CHAPTER 20

Dan the Fixer

My husband, Dan, is the kind of guy people listen to. This is because he is quiet most of the time, right most of the time, and six foot four all of the time. He chooses his words carefully and usually waits until he has something meaningful to contribute to the conversation before jumping in. I love that he always raises the level of discourse, not with heavy-handed opinions but with good questions. Even when he knows the answer, he prefers to wait until asked to share his thoughts.

It’s a well-known fact that Dan can fix just about anything — cars, computers, toilets, TVs, websites, wireless adapters, busted RC planes, beat-up trucks, broken jewelry, you name it. Smart, resourceful, and attentive to detail, Dan’s a born troubleshooter. So when he decided to take a stab at the real estate market by flipping a foreclosed 1930s fixer-upper in downtown Dayton, I knew he could do it.

We loved that little Craftsman bungalow, regardless of the fact that the paint was peeling, the columns sagging, and it looked like it was getting eaten by a nearby tree. An uprooted sidewalk led to a crumbling porch, which led to a squeaky door, which led to a complete disaster inside. Original hardwood floors lay beneath a layer of dust and an old carpet that smelled of cat urine and mildew. Dozens of windows needed to be replaced.
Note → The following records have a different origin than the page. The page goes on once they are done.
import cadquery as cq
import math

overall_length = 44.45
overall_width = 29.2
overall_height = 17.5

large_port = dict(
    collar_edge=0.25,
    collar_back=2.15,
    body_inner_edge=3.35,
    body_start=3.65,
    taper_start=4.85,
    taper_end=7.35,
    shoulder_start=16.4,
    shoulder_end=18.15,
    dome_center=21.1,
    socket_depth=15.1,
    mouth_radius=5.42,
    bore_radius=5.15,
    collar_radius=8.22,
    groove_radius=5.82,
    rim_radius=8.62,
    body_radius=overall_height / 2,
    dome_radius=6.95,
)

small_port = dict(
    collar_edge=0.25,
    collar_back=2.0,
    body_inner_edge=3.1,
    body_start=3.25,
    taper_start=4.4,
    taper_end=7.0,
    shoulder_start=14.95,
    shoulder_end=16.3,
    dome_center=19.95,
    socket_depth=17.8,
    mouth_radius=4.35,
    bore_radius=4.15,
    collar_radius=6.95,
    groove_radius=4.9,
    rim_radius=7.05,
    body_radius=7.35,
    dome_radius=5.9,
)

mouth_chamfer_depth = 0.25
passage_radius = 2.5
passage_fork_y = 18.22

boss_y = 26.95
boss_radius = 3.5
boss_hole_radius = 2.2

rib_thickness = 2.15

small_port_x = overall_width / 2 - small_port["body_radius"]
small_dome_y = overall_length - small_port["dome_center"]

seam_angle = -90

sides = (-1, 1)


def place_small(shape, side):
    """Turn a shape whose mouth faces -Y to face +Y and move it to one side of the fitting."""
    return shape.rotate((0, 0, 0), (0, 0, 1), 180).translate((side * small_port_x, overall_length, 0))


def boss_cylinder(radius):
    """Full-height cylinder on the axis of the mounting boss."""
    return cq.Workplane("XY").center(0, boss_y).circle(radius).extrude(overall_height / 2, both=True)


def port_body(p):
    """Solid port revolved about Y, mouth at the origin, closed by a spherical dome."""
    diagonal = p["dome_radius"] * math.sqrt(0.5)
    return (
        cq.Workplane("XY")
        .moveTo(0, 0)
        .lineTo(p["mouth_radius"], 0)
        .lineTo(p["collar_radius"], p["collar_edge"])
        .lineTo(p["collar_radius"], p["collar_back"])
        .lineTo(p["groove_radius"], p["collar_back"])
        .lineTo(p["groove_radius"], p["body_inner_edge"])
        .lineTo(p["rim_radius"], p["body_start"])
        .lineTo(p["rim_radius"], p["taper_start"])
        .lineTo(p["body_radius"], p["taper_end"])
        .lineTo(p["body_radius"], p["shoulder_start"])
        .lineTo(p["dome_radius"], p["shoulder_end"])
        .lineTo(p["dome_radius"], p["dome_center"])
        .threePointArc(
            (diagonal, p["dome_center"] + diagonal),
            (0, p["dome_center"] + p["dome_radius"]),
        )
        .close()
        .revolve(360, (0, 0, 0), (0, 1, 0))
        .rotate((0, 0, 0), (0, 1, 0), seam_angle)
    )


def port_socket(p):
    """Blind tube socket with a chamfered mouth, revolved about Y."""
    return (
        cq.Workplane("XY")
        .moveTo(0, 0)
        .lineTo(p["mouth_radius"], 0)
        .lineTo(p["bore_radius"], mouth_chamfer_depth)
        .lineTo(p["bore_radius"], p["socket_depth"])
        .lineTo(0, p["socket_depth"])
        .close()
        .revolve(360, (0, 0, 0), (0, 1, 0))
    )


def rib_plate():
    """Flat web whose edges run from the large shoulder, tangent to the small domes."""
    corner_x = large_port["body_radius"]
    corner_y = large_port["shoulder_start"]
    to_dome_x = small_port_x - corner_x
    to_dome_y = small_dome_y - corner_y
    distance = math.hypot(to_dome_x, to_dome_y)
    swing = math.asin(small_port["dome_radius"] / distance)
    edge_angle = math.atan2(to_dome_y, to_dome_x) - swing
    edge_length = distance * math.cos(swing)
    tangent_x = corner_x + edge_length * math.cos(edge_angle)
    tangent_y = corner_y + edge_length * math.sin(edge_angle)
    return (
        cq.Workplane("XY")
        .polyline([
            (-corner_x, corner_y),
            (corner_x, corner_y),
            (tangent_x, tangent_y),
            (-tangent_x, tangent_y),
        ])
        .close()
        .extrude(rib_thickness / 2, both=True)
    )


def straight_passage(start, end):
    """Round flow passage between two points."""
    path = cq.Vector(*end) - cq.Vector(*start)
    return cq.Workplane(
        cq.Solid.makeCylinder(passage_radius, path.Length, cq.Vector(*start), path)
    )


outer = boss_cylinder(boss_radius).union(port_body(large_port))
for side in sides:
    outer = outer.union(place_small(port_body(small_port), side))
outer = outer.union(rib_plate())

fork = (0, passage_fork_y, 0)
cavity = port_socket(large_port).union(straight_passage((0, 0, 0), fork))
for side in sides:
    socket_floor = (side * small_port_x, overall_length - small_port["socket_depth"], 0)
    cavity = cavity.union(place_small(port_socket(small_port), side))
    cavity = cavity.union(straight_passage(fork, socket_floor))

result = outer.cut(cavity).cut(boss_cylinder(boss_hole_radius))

The bathrooms were unusable, as water had rotted through the floors and left murky brown puddles in the bathtubs and the toilets. Someone had started painting the walls a seaweed green but stopped right in the middle of a stroke.

Despite its first impression, the house felt solid and had a great floor plan, and we got it at a good price. Dan jumped right in, ripping into the floors, reframing walls, and replacing the porch. He spent hours in a dark crawl space under the house, with just an inch or two between his nose and the floor joists. Once, he punched a hole in a wall, and cockroach feces poured out like sand from an hourglass. He bumped into weird reminders of the home’s previous owners: a naked Barbie in the laundry room, old pictures in a bedroom, a prescription suppository box behind the toilet. He came home smelling of plaster, dirt, and sweat.
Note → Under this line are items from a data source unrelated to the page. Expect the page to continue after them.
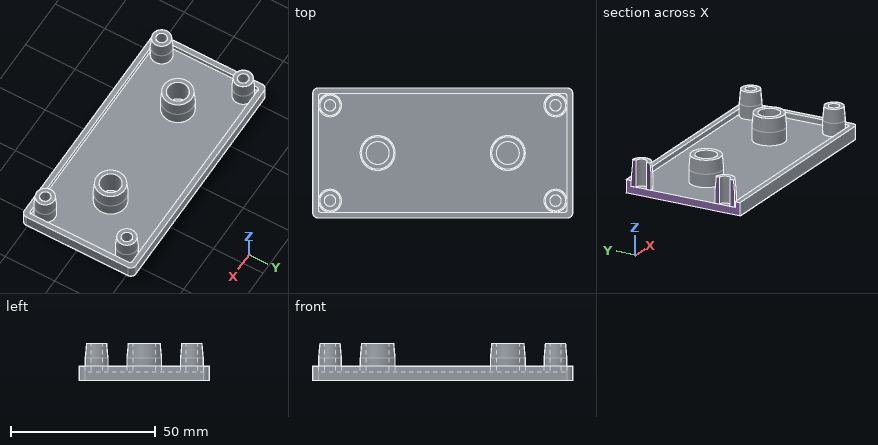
import cadquery as cq

length = 90.0
width = length / 2
tray_height = 5.0
wall = 2.0
floor_thickness = 3.0
outer_corner_radius = 2.0
inner_corner_radius = 1.0

total_height = 13.0
nose_height = 5.0
nose_inset = 0.45
foot_top = total_height - nose_height

post_radius = 4.0
post_bore_radius = post_radius / 2
post_inset = 6.0
post_x = length / 2 - post_inset
post_y = width / 2 - post_inset

boss_radius = 6.0
boss_bore_radius = post_radius
boss_x = length / 4


def hollow_stud(x, y, radius, bore_radius):
    """Bored stud standing on the tray floor, with a straight foot and a conical nose."""
    return (
        cq.Workplane("XZ")
        .moveTo(bore_radius, floor_thickness)
        .lineTo(radius, floor_thickness)
        .lineTo(radius, foot_top)
        .lineTo(radius - nose_inset, total_height)
        .lineTo(bore_radius, total_height)
        .close()
        .revolve(360, (0, 0, 0), (0, 1, 0))
        .translate((x, y, 0))
    )


def make_tray():
    """Open tray with two large hollow bosses rising from its floor."""
    recess = (
        cq.Workplane("XY")
        .workplane(offset=floor_thickness)
        .rect(length - 2 * wall, width - 2 * wall)
        .extrude(tray_height - floor_thickness)
        .edges("|Z")
        .fillet(inner_corner_radius)
    )
    tray = (
        cq.Workplane("XY")
        .rect(length, width)
        .extrude(tray_height)
        .edges("|Z")
        .fillet(outer_corner_radius)
        .cut(recess)
    )
    for x in (-boss_x, boss_x):
        tray = tray.union(hollow_stud(x, 0, boss_radius, boss_bore_radius))
    return tray


tray = make_tray()

corner_posts = []
for x in (-post_x, post_x):
    for y in (-post_y, post_y):
        corner_posts.append(hollow_stud(x, y, post_radius, post_bore_radius).val())

result = cq.Compound.makeCompound([tray.val(), *corner_posts])

There were times when I worried he wasn’t moving fast enough. I didn’t see my meticulously chosen paint colors on the walls or my bargain-store mirrors over the sinks. On the outside, things looked like they actually were getting worse, not better. Tools, debris, and pieces of two-by-fours lay scattered on the floor, and you could taste the gypsum dust in the air. But Dan had it all planned out: demo, repairs, finishing. I had to “respect the process” and hold off on the aesthetics until later. Essentials first. The whole thing reminded me of something my mother used to say during spring cleaning, when we reorganized our closets and pulled all the stuff out from under our beds. “Sometimes it has to get messy before it can be cleaned.”

We thought the whole process would take about six months, which in house-flipping time means it took about a year. However, we managed to sell it for a profit during the worst realestate market of our lifetimes. By the time Dan was done, it was the prettiest house on the street, with clean, slate-colored siding, light blue accents, new windows, a freshly reconstructed porch, and shiny black house numbers on one of the columns. I took before and after pictures as if we were on HGTV.

One of the greatest gifts Dan has ever given me was to respond to my struggle with doubt with the same “respect for the process” that he brought to the flip. It was natural for people to want to fix me on the outside, to quiet or scold me or to warn me to stop asking so many questions. But Dan seemed to understand better than anyone that this was a necessary path on my journey of faith. Through my petulance and insecurity, my tears and my rage, through my longest nights and darkest days, he listened, asked questions, offered his shoulder, and patiently saw me through. I guess he just knew that sometimes it has to get messy before it can be cleaned.